Esta nueva puerta del mundo nos adentra en una zona muy conflictiva. Hemos dejado atrás Jalalabad y nos dirigimos a Accettare. Tras el pueblo de Surobi brotan abruptas montañas y claustrofóbicas gargantas donde un arbitrario señor de la guerra impone su ley. Posicionadas como nidos de águila, ametralladoras pesadas del ejército regular pretenden hacer creer a los viajeros que el Gobierno controla estas montañas. Una auténtica quimera. Aquí nadie está seguro. En esta ratonera sin escapatoria fue donde unos supuestos bandidos de las montañas emboscaron a una caravana de periodistas escoltada, asesinando a sangre fría a tres de ellos. Una placa emplazada por el Gobierno de España revela que uno de los ultimados fue el español Julio Fuentes, corresponsal de El Mundo.

Ametralladoras pesadas del ejército regular pretenden hacer creer a los viajeros que el Gobierno controla estas montañas

«Welcome to Kabul», reza un gigantesco cartel nada más superar el callejón pétreo que conduce a la capital afgana. Bajo ese lema de hospitalidad, una gran ilustración refleja la realidad y el mayor peligro latente. Una mano tachada sobre catorce tipos de explosivos y minas ilustra muy gráficamente que la muerte y las amputaciones acechan en forma de diabólicos ingenios.

Las minas son la pesadilla de Nader, con el que compartimos arroz, naan (si), estofado y alfombra en la última «chaikana» («casa de té») antes de Kabul. Este joven afgano exiliado en Pakistán se ha reinstalado con su familia en Kabul y, con un inglés aprendido por la necesidad de sobrevivir en un país extranjero, nos confiesa que no le da miedo morir por pisar una mina porque Alá el todopoderoso le acogería en su seno por haber sido un buen musulmán. Lo que le aterra de verdad es quedarse mutilado en un país como el suyo, donde ya es difícil sobrevivir estando completamente entero: «Antes la muerte que arrastrarme mendigando por las calles de Kabul». El bocado que tenemos en la boca se nos atraganta.

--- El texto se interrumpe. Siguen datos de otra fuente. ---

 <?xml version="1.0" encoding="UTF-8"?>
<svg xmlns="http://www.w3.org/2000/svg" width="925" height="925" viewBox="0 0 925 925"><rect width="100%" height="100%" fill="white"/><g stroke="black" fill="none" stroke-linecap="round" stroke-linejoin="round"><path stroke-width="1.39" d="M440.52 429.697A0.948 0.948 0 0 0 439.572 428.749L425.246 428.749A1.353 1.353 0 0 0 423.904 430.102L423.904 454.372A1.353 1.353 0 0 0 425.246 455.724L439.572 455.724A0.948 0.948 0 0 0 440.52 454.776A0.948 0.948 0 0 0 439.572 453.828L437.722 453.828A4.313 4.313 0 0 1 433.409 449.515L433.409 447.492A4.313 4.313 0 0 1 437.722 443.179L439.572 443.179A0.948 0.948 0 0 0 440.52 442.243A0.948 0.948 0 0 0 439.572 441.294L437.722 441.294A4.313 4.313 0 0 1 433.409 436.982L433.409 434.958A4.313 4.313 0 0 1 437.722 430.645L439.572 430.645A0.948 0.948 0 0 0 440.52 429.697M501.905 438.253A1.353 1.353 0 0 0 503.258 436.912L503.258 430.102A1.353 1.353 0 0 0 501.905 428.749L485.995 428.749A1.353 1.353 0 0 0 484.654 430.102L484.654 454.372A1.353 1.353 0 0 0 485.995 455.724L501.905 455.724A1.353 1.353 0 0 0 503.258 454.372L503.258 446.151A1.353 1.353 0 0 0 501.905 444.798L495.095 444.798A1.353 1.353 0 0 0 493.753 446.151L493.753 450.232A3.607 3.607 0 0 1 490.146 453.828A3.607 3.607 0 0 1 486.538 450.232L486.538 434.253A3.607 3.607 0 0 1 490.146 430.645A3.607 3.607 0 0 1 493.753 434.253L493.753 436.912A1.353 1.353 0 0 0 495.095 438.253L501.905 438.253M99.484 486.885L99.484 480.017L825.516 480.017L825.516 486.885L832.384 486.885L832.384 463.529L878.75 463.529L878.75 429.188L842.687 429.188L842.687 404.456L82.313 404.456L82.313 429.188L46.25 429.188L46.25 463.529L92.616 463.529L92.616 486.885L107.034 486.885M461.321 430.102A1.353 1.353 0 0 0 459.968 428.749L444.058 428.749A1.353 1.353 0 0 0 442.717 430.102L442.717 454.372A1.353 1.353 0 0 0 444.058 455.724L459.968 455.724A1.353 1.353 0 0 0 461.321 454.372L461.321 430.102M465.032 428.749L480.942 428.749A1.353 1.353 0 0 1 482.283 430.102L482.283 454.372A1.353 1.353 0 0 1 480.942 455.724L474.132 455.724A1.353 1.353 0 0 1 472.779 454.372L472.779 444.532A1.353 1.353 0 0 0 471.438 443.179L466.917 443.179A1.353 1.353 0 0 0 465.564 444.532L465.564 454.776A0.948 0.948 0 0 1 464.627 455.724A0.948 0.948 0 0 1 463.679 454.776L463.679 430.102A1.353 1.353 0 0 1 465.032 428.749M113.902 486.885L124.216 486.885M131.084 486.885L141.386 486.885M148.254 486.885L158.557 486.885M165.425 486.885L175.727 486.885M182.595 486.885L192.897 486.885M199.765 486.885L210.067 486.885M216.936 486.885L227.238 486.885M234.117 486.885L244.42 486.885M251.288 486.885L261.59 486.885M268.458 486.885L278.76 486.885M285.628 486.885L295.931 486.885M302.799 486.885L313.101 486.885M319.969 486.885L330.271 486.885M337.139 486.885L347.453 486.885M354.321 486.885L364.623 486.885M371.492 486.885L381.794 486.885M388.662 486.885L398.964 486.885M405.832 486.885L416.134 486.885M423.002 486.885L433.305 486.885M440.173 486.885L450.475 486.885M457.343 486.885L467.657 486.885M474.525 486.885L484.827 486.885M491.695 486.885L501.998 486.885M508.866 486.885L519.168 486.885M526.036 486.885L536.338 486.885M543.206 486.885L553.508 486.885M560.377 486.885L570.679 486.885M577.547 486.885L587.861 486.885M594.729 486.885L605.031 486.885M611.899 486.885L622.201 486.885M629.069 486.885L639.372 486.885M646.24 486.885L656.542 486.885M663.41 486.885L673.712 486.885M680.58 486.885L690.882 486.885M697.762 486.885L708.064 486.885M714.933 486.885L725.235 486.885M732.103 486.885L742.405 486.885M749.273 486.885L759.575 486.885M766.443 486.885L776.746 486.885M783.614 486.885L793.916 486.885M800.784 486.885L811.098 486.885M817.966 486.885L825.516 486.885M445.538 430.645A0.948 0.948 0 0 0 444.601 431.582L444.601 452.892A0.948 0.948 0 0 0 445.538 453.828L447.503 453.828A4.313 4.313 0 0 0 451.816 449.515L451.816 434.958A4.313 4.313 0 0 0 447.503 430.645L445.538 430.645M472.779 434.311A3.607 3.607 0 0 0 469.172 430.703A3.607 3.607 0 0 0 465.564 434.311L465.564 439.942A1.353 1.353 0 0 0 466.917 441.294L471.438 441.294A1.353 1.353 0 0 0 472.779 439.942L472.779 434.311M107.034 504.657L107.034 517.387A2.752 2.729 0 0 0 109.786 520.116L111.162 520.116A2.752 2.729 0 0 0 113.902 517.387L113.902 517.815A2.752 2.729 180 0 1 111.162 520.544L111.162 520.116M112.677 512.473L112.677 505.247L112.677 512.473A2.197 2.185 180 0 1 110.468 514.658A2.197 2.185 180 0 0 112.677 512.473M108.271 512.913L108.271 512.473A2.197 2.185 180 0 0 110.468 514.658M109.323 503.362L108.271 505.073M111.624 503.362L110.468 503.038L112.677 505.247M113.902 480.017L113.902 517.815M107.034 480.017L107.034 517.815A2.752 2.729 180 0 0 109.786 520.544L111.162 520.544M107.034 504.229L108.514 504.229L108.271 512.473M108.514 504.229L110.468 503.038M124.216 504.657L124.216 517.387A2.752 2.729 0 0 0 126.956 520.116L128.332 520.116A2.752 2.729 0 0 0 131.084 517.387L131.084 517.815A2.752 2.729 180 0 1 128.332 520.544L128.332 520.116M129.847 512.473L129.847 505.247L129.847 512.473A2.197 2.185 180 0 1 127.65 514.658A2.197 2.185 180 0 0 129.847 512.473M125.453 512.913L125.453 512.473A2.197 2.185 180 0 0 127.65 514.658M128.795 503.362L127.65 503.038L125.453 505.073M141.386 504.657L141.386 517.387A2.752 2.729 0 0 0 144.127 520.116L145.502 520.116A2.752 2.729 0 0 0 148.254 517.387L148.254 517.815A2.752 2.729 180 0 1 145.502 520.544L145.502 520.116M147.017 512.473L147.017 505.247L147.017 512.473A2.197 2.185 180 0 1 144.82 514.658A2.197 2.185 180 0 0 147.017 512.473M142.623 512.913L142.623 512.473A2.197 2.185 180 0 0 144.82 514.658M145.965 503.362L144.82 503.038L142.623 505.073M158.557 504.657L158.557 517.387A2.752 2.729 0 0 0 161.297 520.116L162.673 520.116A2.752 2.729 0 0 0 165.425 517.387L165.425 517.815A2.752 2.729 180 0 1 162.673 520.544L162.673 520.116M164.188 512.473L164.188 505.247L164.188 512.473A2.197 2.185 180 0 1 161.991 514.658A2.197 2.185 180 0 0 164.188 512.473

A Nader le aterra quedarse mutilado en un país como el suyo, donde ya es difícil sobrevivir estando completamente entero

Entramos en Kabul. Potenti fortificazioni medievali dominano i crinali delle sue colline mostrando la loro anima guerriera. Come la polvere, costantemente sospesa per le sue strade sfortunate, la musica filtra attraverso ogni angolo. Suena en pensiones, Negozi, ristoranti, taxi, peluquerías, a través de los ventanucos de las casas. Los talibanes la prohibieron taxativamente en sus vidas junto al cine y la televisión (“la caja de Satán”, la llaman). Existe un dicho popular afgano que dice: “La música nació en la India, pasó su juventud en afghanistan, cayó enferma en Irán y murió en Arabia”.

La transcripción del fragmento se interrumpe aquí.